Автобусы снова ходили регулярно. Ей подал руку веселый и любезный кондуктор. По всему городу заново отстраивали дома. В первые послевоенные годы в основном расчищали руины, но теперь всюду шла стройка. Марте особенно интересно было посмотреть, что стало с Бродгейтом. В мае город посетила юная принцесса Елизавета, которая заложила памятный камень в честь первого этапа нового строительства в городском центре. Новый облик Ковентри создавался вдохновением архитектора Дональда Гибсона [6], у которого учился Бернард.
– Это гений, миссис Вайн. Этот человек – гений. Вам обязательно нужно поехать и посмотреть. Ковентри станет городом-Фениксом.
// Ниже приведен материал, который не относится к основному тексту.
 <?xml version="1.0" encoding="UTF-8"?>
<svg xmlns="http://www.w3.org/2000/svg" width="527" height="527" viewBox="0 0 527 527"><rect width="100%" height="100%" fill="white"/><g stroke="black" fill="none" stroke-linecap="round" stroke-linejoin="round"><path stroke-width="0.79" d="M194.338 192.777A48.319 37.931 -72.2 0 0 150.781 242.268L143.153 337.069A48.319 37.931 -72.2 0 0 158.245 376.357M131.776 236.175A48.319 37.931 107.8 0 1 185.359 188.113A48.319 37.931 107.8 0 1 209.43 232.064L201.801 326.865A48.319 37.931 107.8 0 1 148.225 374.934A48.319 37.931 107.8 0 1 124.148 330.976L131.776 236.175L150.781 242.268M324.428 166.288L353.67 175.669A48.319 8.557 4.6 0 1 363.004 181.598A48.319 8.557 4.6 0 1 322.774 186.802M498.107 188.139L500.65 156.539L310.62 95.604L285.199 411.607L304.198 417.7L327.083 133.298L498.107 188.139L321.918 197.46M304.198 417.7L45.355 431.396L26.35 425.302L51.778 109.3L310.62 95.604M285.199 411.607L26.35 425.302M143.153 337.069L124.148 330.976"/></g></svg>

– Мам, это птица, которая восстает из пепла – подсказала Бити.
– Ты ведь это и без нее знала, правда, Марта? – поддразнивая, сказал Том.
После визита принцессы все пришли к Марте на чай. Сестры тоже ходили посмотреть из толпы на особу королевских кровей. Марта не пошла. Нечего ей глазеть на эту семейку – во время войны-то они струсили, а Эдуард – так тот вообще нацистский подпевала [7]. Но девушки пошли все. Заново отстроенный Бродгейт кишел народом, жаждавшим поприветствовать принцессу флажками.
– А я первый раз слышу, – призналась Кэсси. – Фебикс. Вот это здорово!